Kinematics Equations

Constant velocity equation:

$v = \cfrac{\Delta x}{\Delta t}$

Equations for uniform acceleration:

$a = \cfrac{\Delta v}{\Delta t}$

$v = v_0 + at$

$\Delta x = {v_0}t + \cfrac{1}{2}at^2$

$v^2 = {v_0}^2 + 2a\Delta x$

$\bar{v} = \cfrac{\Delta x}{\Delta t}$

$\bar{v} = \cfrac{v + v_0}{2}$

$\Delta x = (\cfrac{v + v_0}{2}) \Delta t$

Acceleration due to gravity:
g = 9.8 m/s²
OR, g = 10 m/s² (if you round it up)

Where:

t = time (s)
x = position (m)
v = velocity (m/s)
a = acceleration (m/s²)

Δx = displacement = change in position = x – x₀
x₀ = initial position
Δv = change in velocity = v – v₀
= average velocity
v₀ = initial velocity

Δt = change in time = t – t₀
(often t₀=0 and therefore t = Δt)

Δ (Greek letter delta) means “change in.” Subtract the final and initial values to get the change in a variable.
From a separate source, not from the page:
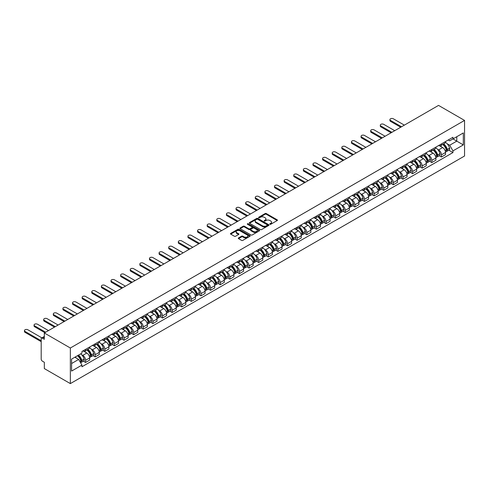 <?xml version="1.0" encoding="UTF-8"?>
<svg xmlns="http://www.w3.org/2000/svg" width="489" height="489" viewBox="0 0 489 489"><rect width="100%" height="100%" fill="white"/><g stroke="black" fill="none" stroke-linecap="round" stroke-linejoin="round"><path stroke-width="0.73" d="M269.934 224.255A0.599 0.348 0 0 0 270.784 224.255L277.208 220.545A0.856 0.495 0 0 0 277.459 220.197A0.856 0.495 0 0 0 277.208 219.848L266.316 213.559A0.856 0.495 0 0 0 265.105 213.559L258.681 217.269A0.599 0.348 0 0 0 259.525 217.758L260.356 217.281A2.738 1.583 0 0 1 264.231 217.281L265.136 217.801A2.738 1.583 0 0 1 265.943 218.919A2.738 1.583 0 0 1 265.136 220.038L264.304 220.521A0.599 0.348 0 0 0 265.154 221.01L265.985 220.527A2.738 1.583 0 0 1 269.861 220.527L270.765 221.052A2.738 1.583 0 0 1 271.566 222.171A2.738 1.583 0 0 1 270.765 223.29L269.934 223.766A0.599 0.348 0 0 0 269.934 224.255L269.934 223.766M238.54 237.941A0.856 0.495 0 0 0 238.29 238.296A0.856 0.495 0 0 0 238.54 238.644L241.597 240.405A0.856 0.495 0 0 0 242.807 240.405L249.946 236.285A0.856 0.495 0 0 0 250.197 235.936A0.856 0.495 0 0 0 249.946 235.588L239.054 229.298A0.856 0.495 0 0 0 237.843 229.298L230.704 233.418A0.856 0.495 0 0 0 230.453 233.766A0.856 0.495 0 0 0 230.704 234.121L234.396 236.248A0.856 0.495 0 0 0 235.606 236.248L238.663 234.488A0.856 0.495 0 0 0 238.913 234.133A0.856 0.495 0 0 0 238.663 233.785L236.835 232.727A2.292 1.32 0 0 1 236.163 231.792A2.292 1.32 0 0 1 237.575 230.576A2.292 1.32 0 0 1 240.068 230.863L247.238 235.001A2.292 1.32 0 0 1 247.911 235.936A2.292 1.32 0 0 1 246.499 237.159A2.292 1.32 0 0 1 244.005 236.872L242.807 236.181A0.856 0.495 0 0 0 241.597 236.181L238.54 237.941L238.54 238.644M70.349 348.009L44.334 332.985L438.535 105.398L464.55 120.416L70.349 348.009L70.349 383.602L464.55 156.015L464.55 120.416M260.417 229.543A0.856 0.495 0 0 0 261.627 229.543L268.767 225.417A0.856 0.495 0 0 0 269.017 225.068A0.856 0.495 0 0 0 268.767 224.72L257.874 218.43A0.856 0.495 0 0 0 256.664 218.43L249.524 222.556A0.856 0.495 0 0 0 249.274 222.905A0.856 0.495 0 0 0 249.524 223.253L260.417 229.543M247.678 224.384A0.599 0.348 0 0 1 248.284 224.469L248.284 223.76L259.359 230.154A0.856 0.495 0 0 1 259.61 230.502A0.856 0.495 0 0 1 259.359 230.851L252.22 234.977A0.856 0.495 0 0 1 251.01 234.977L240.117 228.687L243.174 226.933L243.174 226.224L240.117 227.984A0.856 0.495 0 0 0 239.867 228.339A0.856 0.495 0 0 0 240.117 228.687L240.117 227.984M243.174 226.933A0.856 0.495 0 0 1 244.384 226.933L244.384 226.224A0.856 0.495 0 0 0 243.174 226.224M244.384 226.224L248.797 228.773A0.856 0.495 0 0 0 250.007 228.773L252.037 227.605A0.856 0.495 0 0 0 252.287 227.251A0.856 0.495 0 0 0 252.037 226.902L247.44 224.249A0.599 0.348 0 0 1 248.284 223.76M44.334 332.985L44.334 339.287L42.421 338.186A1.742 1.009 -120 0 0 41.553 338.095A1.742 1.009 -120 0 0 41.192 338.895L41.192 359.042A1.742 1.009 -120 0 0 42.421 361.175L44.334 362.282L44.334 368.584L70.349 383.602M441.433 143.913A4.01 2.317 60 0 1 440.601 145.71L444.666 143.363A4.01 2.317 -120 0 0 445.497 141.559M437.569 149.334L438.596 149.927A4.01 2.317 60 0 1 441.433 154.836L445.497 152.489A4.01 2.317 -120 0 0 442.661 147.58L439.752 145.893M445.497 152.489L445.497 154.658L441.433 157.012L439.226 155.734M440.601 145.71A4.01 2.317 60 0 1 438.627 145.533M441.433 154.836L441.433 157.012M431.811 149.463A4.01 2.317 60 0 1 430.98 151.266L435.051 148.913A4.01 2.317 -120 0 0 435.882 147.116M429.605 161.291L431.811 162.562L435.882 160.215L435.882 158.045A4.01 2.317 -120 0 0 433.046 153.13L430.137 151.449M430.98 151.266A4.01 2.317 60 0 1 429.006 151.083M427.948 154.885L428.975 155.478A4.01 2.317 60 0 1 431.811 160.392L431.811 162.562M422.196 155.019A4.01 2.317 60 0 1 421.365 156.816L425.436 154.469A4.01 2.317 -120 0 0 426.261 152.666M419.99 166.841L422.196 168.118L426.267 165.765L426.267 163.595A4.01 2.317 -120 0 0 423.431 158.68L420.516 157M421.365 156.816A4.01 2.317 60 0 1 419.391 156.633M418.333 160.441L419.36 161.034A4.01 2.317 60 0 1 422.196 165.942L422.196 168.118M412.575 160.569A4.01 2.317 60 0 1 411.75 162.372L415.815 160.019A4.01 2.317 -120 0 0 416.646 158.222M410.369 172.397L412.575 173.668L416.646 171.321L416.646 169.145A4.01 2.317 -120 0 0 413.81 164.237L410.901 162.556M411.75 162.372A4.01 2.317 60 0 1 409.776 162.189M408.718 165.991L409.739 166.584A4.01 2.317 60 0 1 412.575 171.498L412.575 173.668M402.96 166.119A4.01 2.317 60 0 1 402.129 167.923L406.2 165.575A4.01 2.317 -120 0 0 407.031 163.772M400.754 177.947L402.96 179.218L407.031 176.871L407.031 174.701A4.01 2.317 -120 0 0 404.195 169.787L401.28 168.106M402.129 167.923A4.01 2.317 60 0 1 400.155 167.739M399.097 171.547L400.124 172.14A4.01 2.317 60 0 1 402.96 177.049L402.96 179.218M393.345 171.676A4.01 2.317 60 0 1 392.514 173.473L396.579 171.126A4.01 2.317 -120 0 0 397.41 169.322M391.139 183.497L393.345 184.775L397.41 182.421L397.41 180.252A4.01 2.317 -120 0 0 394.574 175.343L391.665 173.662M392.514 173.473A4.01 2.317 60 0 1 390.54 173.295M389.482 177.097L390.509 177.69A4.01 2.317 60 0 1 393.345 182.605L393.345 184.775M383.724 177.226A4.01 2.317 60 0 1 382.893 179.029L386.964 176.676A4.01 2.317 -120 0 0 387.795 174.879M381.518 189.054L383.724 190.325L387.795 187.978L387.795 185.808A4.01 2.317 -120 0 0 384.959 180.893L382.043 179.212M382.893 179.029A4.01 2.317 60 0 1 380.919 178.846M379.861 182.648L380.888 183.241A4.01 2.317 60 0 1 383.724 188.155L383.724 190.325M374.109 182.782A4.01 2.317 60 0 1 373.278 184.579L377.343 182.232A4.01 2.317 -120 0 0 378.174 180.429M371.903 194.604L374.109 195.881L378.174 193.528L378.174 191.358A4.01 2.317 -120 0 0 375.338 186.443L372.429 184.763M373.278 184.579A4.01 2.317 60 0 1 371.304 184.402M370.246 188.204L371.273 188.797A4.01 2.317 60 0 1 374.109 193.705L374.109 195.881M364.488 188.332A4.01 2.317 60 0 1 363.657 190.135L367.728 187.782A4.01 2.317 -120 0 0 368.559 185.985M362.282 200.16L364.488 201.431L368.559 199.084L368.559 196.908A4.01 2.317 -120 0 0 365.723 192L362.807 190.319M363.657 190.135A4.01 2.317 60 0 1 361.683 189.952M360.625 193.754L361.652 194.347A4.01 2.317 60 0 1 364.488 199.261L364.488 201.431M354.873 193.882A4.01 2.317 60 0 1 354.042 195.686L358.113 193.338A4.01 2.317 -120 0 0 358.938 191.535M352.667 205.71L354.873 206.981L358.938 204.634L358.938 202.464A4.01 2.317 -120 0 0 356.108 197.55L353.192 195.869M354.042 195.686A4.01 2.317 60 0 1 352.068 195.502M351.01 199.31L352.037 199.903A4.01 2.317 60 0 1 354.873 204.812L354.873 206.981M345.252 199.439A4.01 2.317 60 0 1 344.421 201.236L348.492 198.889A4.01 2.317 -120 0 0 349.323 197.091M343.046 211.26L345.252 212.538L349.323 210.184L349.323 208.014A4.01 2.317 -120 0 0 346.487 203.106L343.578 201.425M344.421 201.236A4.01 2.317 60 0 1 342.447 201.058M341.395 204.86L342.416 205.453A4.01 2.317 60 0 1 345.252 210.368L345.252 212.538M335.637 204.989A4.01 2.317 60 0 1 334.806 206.792L338.877 204.439A4.01 2.317 -120 0 0 339.708 202.642M333.431 216.816L335.637 218.088L339.708 215.741L339.708 213.571A4.01 2.317 -120 0 0 336.872 208.656L333.956 206.975M334.806 206.792A4.01 2.317 60 0 1 332.832 206.609M331.774 210.417L332.801 211.003A4.01 2.317 60 0 1 335.637 215.918L335.637 218.088M326.016 210.545A4.01 2.317 60 0 1 325.191 212.342L329.256 209.995A4.01 2.317 -120 0 0 330.087 208.192M323.816 222.367L326.022 223.644L330.087 221.291L330.087 219.121A4.01 2.317 -120 0 0 327.251 214.206L324.341 212.526M325.191 212.342A4.01 2.317 60 0 1 323.217 212.165M322.159 215.967L323.186 216.56A4.01 2.317 60 0 1 326.022 221.468L326.022 223.644M316.401 216.095A4.01 2.317 60 0 1 315.57 217.898L319.641 215.545A4.01 2.317 -120 0 0 320.472 213.748M314.195 227.923L316.401 229.194L320.472 226.847L320.472 224.677A4.01 2.317 -120 0 0 317.636 219.763L314.72 218.082M315.57 217.898A4.01 2.317 60 0 1 313.596 217.715M312.538 221.517L313.565 222.11A4.01 2.317 60 0 1 316.401 227.024L316.401 229.194M306.786 221.651A4.01 2.317 60 0 1 305.955 223.449L310.02 221.101A4.01 2.317 -120 0 0 310.851 219.298M304.58 233.473L306.786 234.744L310.851 232.397L310.851 230.227A4.01 2.317 -120 0 0 308.015 225.313L305.105 223.632M305.955 223.449A4.01 2.317 60 0 1 303.981 223.265M302.923 227.073L303.95 227.666A4.01 2.317 60 0 1 306.786 232.575L306.786 234.744M297.165 227.202A4.01 2.317 60 0 1 296.334 228.999L300.405 226.651A4.01 2.317 -120 0 0 301.236 224.854M294.959 239.023L297.165 240.301L301.236 237.954L301.236 235.777A4.01 2.317 -120 0 0 298.4 230.869L295.484 229.188M296.334 228.999A4.01 2.317 60 0 1 294.36 228.821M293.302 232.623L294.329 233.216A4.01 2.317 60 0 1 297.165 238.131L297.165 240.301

“Before” and “after” values of a variable are notated in several ways in physics:

$\Delta x = x_f - x_i$
(“f” means final and “i” means initial)

$\Delta x = x - x_0$
(“x₀” means value of x at time=0, or the initial value of x, and “x” means value of x at a later time.)

$\Delta x = x^{\prime} - x$
( $x^{\prime}$ means x “prime” and means the value of x at a later time. Plain “x” is the initial value of x.)